4) Adjust the offset voltage to -50 mV for the core and cache and bump the turbo power limit (PL1) up to 20W. Run another log file and see how your CPU performs. Most of these CPUs should be stable at -75 mV but I always recommend starting out conservatively. Adjusting the voltage, bumping up the turbo power limit and using the Disable and Lock option can make a world of difference. Not sure why huge companies have such a difficult time designing a laptop.

The 7W power limit being imposed by Acer is worthy of a class action lawsuit. Imagine if a car company sold a car and charged a consumer more money for a 300 HP option. If later testing showed that this engine was only capable of 150 HP, crap would hit the fan, this would be on the news and lawsuits and recalls would follow. Computer companies get away with this deception all of the time and nothing ever comes of it. There are no consumer protection laws that cover computer consumers.


----------



## gags94 (Mar 2, 2021)

unclewebb said:


> 1) Your laptop is power throttling down to 7W due to bad design. You paid for a 15W CPU. If your laptop cannot run all day and all night at 15W then there is something wrong. Manufacturers that enforce power limits way below the rated TDP are being dishonest. You should have tested and returned this laptop immediately for not being able to run at its rated power specification. That is bad design.
> 
> 2) You never have to worry about your CPU temperature because Acer set the thermal throttling temperature 10°C below the Intel spec. You can run your CPU as long as you want at 90°C because that is well within the 100°C Intel specification.
> 
> ...


I've unchecked clamp option, checked disable and lock option, and undervolted by 50 mV. There seems to be some improvement with undervolting as visible in the data. PL1 is not being hit regularly as was the case in Test 2. 
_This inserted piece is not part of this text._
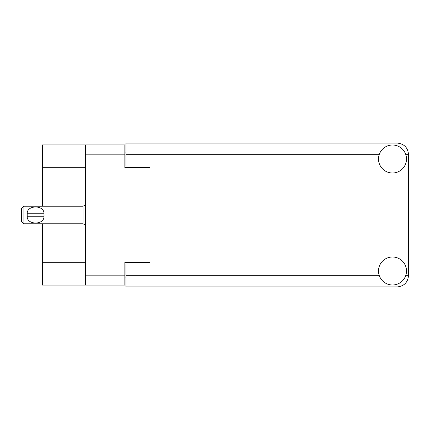 <?xml version="1.0" encoding="UTF-8"?>
<svg xmlns="http://www.w3.org/2000/svg" width="430" height="430" viewBox="0 0 430 430"><rect width="100%" height="100%" fill="white"/><g stroke="black" fill="none" stroke-linecap="round" stroke-linejoin="round"><path stroke-width="0.64" d="M85.495 167.324L42.457 167.324L42.457 144.926L124.85 144.926L124.85 167.646L149.968 167.646L149.968 165.964L149.968 264.036L125.969 264.036L125.969 275.716L379.325 275.716M149.968 264.036L149.968 262.354L124.85 262.354L124.85 285.074L42.457 285.074L42.457 262.676L85.495 262.676M42.457 167.324L42.457 206.201M42.457 223.799L42.457 262.676M85.495 285.074L85.495 144.926M125.969 277.076L124.85 277.076M124.85 152.924L125.969 152.924M392.504 284.993A13.996 13.996 0 0 0 406.5 270.997A13.996 13.996 0 0 0 392.504 256.995A13.996 13.996 0 0 0 378.502 270.997A13.996 13.996 0 0 0 392.504 284.993M392.504 173.005A13.996 13.996 0 0 0 406.5 159.003A13.996 13.996 0 0 0 392.504 145.007A13.996 13.996 0 0 0 378.502 159.003A13.996 13.996 0 0 0 392.504 173.005M149.968 165.964L125.969 165.964L125.969 143.088L397.298 143.088C404.055 143.797 407.785 147.533 408.5 154.284L408.5 275.716C407.785 282.467 404.055 286.203 397.298 286.912L125.969 286.912L125.969 275.716M23.897 206.201L21.5 208.598L21.5 221.402L23.897 223.799L23.897 206.201L83.092 206.201L85.495 205.115M27.122 214.194L27.208 213.242C27.278 204.927 43.914 204.906 43.984 213.242L44.032 213.705M27.101 215L27.208 216.758L27.208 213.242L43.984 213.242L43.984 216.758C43.914 225.083 27.267 225.083 27.208 216.758L43.984 216.758L44.091 215M85.495 275.152L124.85 275.152M124.85 154.848L85.495 154.848M124.85 265.074L125.969 265.074M125.969 164.926L124.85 164.926M405.678 275.716L408.5 275.716M408.5 154.284L405.678 154.284M379.325 154.284L125.969 154.284M85.495 224.885L83.092 223.799L83.092 206.201M83.092 223.799L23.897 223.799"/></g></svg>

I have purposefully not increase PL1 to 20W as the laptop body becomes too hot even at 15W. Probably the cooling sucks. Prochot is disabled. 

Can you please check the data unclewebb and suggest any insight that I may have missed? 

Further, I have undervolted to 75 mV. TS Bench is stable in this setting. I will try with FIFA 19 again tomorrow and see if this can be reduced further to improve the temps and power draw. 

Some pics below.


----------



## unclewebb (Mar 2, 2021)

gags94 said:


> laptop body becomes too hot even at 15W. Probably the cooling sucks.


That sounds like the cooling is working well. The extra heat is being transferred away from the CPU into the chassis. Consider using an external keyboard and mouse to protect your hands. Maybe a pair of light weight welder's gloves will be an option someday for modern laptops.

Does the Speed Shift EPP value change in the FIVR window when you move the Windows power slider in the system tray? An EPP setting of 178 reduces maximum performance. You can usually reduce the EPP value by moving the slider to Best Performance. If you are trying to control heat, I understand why you are using 178.



gags94 said:


> Prochot is disabled.


Do you mean that PROCHOT Offset is locked in the Options window? Many laptops use the BIOS to lock this setting.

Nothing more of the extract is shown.